G × G. 1600+ kata.
Peringatan: Cringe sampai sumsum tulang
EMPAT HARI LALU—saat kertas yang kini lecek akibat terlalu sering diremas itu tiba dalam genggamannya—kepalanya pun riuh mempertanyakan untuk apa ini.
Mengantre di bazar universitas yang menjual pernak-pernik keperempuanan sangat bukan Paula. Dia sendiri jijik membayangkan benda-benda itu menempel di bagian tubuhnya.
Jadi, Paula paham akan pandangan orang yang mengerutkan kening, memicingkan mata, pun memancarkan ekspresi bertanya dari sorot mereka, kendati tak berani menyuarakan apa-apa. Kehadirannya di sini sudah menjadi suatu tanda tanya.
Mereka mungkin ingin melisankan kalimat serupa:
“Ternyata suka benda-benda beginian juga?”
Paula tahu persis jawabannya apa. Tidak pernah, dan tidak akan pernah. Namun, kupon gratis-pilih-apa-pun-di-bazar-aksesoris-universitas-hingga-nominal-seratus-ribu yang dia peroleh sebagai pengunjung ke seratus, terlalu sayang untuk dijejalkan ke dalam kotak sampah.

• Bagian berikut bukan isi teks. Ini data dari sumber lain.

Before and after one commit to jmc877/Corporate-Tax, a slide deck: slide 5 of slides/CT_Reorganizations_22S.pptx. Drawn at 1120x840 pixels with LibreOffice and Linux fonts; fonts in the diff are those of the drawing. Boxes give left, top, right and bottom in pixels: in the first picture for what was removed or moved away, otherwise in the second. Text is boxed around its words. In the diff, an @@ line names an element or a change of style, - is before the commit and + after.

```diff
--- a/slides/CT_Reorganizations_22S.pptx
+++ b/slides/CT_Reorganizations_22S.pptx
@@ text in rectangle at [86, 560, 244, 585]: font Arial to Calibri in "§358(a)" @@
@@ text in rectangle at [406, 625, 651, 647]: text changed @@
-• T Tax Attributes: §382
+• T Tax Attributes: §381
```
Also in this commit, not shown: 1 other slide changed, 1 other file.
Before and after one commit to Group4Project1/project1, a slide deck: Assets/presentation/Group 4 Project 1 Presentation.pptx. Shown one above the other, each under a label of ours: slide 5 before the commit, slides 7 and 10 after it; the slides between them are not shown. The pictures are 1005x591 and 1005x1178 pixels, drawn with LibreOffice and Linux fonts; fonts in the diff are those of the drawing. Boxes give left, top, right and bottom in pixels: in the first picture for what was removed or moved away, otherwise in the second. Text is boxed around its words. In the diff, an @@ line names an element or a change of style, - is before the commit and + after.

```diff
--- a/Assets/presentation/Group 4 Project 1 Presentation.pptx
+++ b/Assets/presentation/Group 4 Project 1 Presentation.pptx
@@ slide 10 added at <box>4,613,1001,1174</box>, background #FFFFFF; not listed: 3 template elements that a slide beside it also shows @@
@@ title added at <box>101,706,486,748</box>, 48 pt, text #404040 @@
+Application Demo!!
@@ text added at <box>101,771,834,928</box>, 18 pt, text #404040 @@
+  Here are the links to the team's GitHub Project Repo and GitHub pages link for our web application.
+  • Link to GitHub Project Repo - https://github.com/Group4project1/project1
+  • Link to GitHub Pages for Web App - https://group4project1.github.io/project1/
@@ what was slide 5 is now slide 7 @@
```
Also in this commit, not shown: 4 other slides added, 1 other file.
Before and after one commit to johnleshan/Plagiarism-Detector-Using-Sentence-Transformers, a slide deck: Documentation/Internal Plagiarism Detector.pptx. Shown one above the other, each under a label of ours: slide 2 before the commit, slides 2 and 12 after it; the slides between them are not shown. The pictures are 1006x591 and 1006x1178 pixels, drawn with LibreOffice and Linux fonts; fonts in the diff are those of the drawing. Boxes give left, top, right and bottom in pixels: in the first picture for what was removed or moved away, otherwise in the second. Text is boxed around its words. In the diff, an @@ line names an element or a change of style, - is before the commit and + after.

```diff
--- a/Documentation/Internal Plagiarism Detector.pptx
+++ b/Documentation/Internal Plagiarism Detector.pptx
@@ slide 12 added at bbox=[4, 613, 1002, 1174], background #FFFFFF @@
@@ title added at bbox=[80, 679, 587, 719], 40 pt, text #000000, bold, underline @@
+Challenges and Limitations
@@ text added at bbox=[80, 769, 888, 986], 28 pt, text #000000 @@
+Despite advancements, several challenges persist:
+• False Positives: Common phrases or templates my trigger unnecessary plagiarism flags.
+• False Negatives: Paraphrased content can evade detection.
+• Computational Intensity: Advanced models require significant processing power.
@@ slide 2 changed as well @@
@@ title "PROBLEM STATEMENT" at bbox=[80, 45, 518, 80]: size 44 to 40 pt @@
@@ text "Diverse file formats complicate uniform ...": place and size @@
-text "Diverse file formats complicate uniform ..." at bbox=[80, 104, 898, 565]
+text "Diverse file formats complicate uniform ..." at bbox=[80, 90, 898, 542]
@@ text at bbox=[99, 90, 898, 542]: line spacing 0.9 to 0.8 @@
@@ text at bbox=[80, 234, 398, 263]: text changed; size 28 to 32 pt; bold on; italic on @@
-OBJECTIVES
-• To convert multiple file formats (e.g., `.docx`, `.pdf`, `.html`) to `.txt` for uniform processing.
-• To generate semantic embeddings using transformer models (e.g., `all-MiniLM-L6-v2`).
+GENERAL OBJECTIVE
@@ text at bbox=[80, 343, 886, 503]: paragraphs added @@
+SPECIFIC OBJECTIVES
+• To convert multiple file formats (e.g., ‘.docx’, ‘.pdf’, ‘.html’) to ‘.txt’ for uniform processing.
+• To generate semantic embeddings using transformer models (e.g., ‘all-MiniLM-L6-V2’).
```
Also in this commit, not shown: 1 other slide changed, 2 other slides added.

“Boleh ditukar dengan hadiah lain, tidak?”
Pertanyaannya kala itu hanya menuju pada gelengan panitia.
“Kalau kamu tidak suka, kan bisa diberikan kepada adik perempuan? Sepupu? Keponakan?”
Sembarangan! Hampir semua orang di fakultas ini tahu, Paula tinggal sebatang kara. Dia anak tunggal, ayahnya yang abusif dan suka mabuk-mabukan mati karena alkohol bertahun-tahun silam, lalu ibunya menyusul setahun lalu akibat sakit tahunan. Hampir semua orang di fakultas ini tahu siapa Paula: atlet aikido berprestasi yang bisa berkuliah karena dibiayai perusahaan ayah temannya.
Saat itulah, tiba-tiba saja seberkas cahaya menyusup ke dalam benak Paula.
Tiba-tiba saja dia tahu, seperti apa kertas dalam genggamannya itu akan berperan.
Maka di sinilah dia sekarang.
“Kupikir kamu tidak akan menukarnya.”
Paula memasang wajah sedatar yang dia mampu, menahan diri agar tak mengeluarkan desisan atau bahkan memelototi penjaga loket—teman sekelasnya—yang barusan bersuara sambil terkekeh. Ia abaikan segala respons dengan mulai memilah-milih pernak-pernik itu; mengisi kepalanya dengan prakiraan apa yang cocok dipungutnya ke dalam keranjang, agar tiada sela untuk memikirkan tanggapan orang.
Paula memang tak suka pernak-pernik dan aksesoris. Dua daun telinganya bahkan tidak ditindik. Ia pun tak memiliki saudara untuk dihibahkannya. Namun, bukan berarti tiada seorang pun di dekatnya yang suka dan berhak menerimanya.
Pekan depan Lira akan pulang usai pertukaran pelajarnya setelah enam bulan. Memikirkan tawa Lira yang terlepas ketika hadiah kecil itu disodorkan Paula, tanpa sadar mengembangkan sudut bibirnya.
Bola mata Paula mencari-cari di tengah kerumunan manusia. Kacamata hitam ditolaknya naik ke atas rambut, sebelum kembali ditelitinya satu demi satu sosok di sana.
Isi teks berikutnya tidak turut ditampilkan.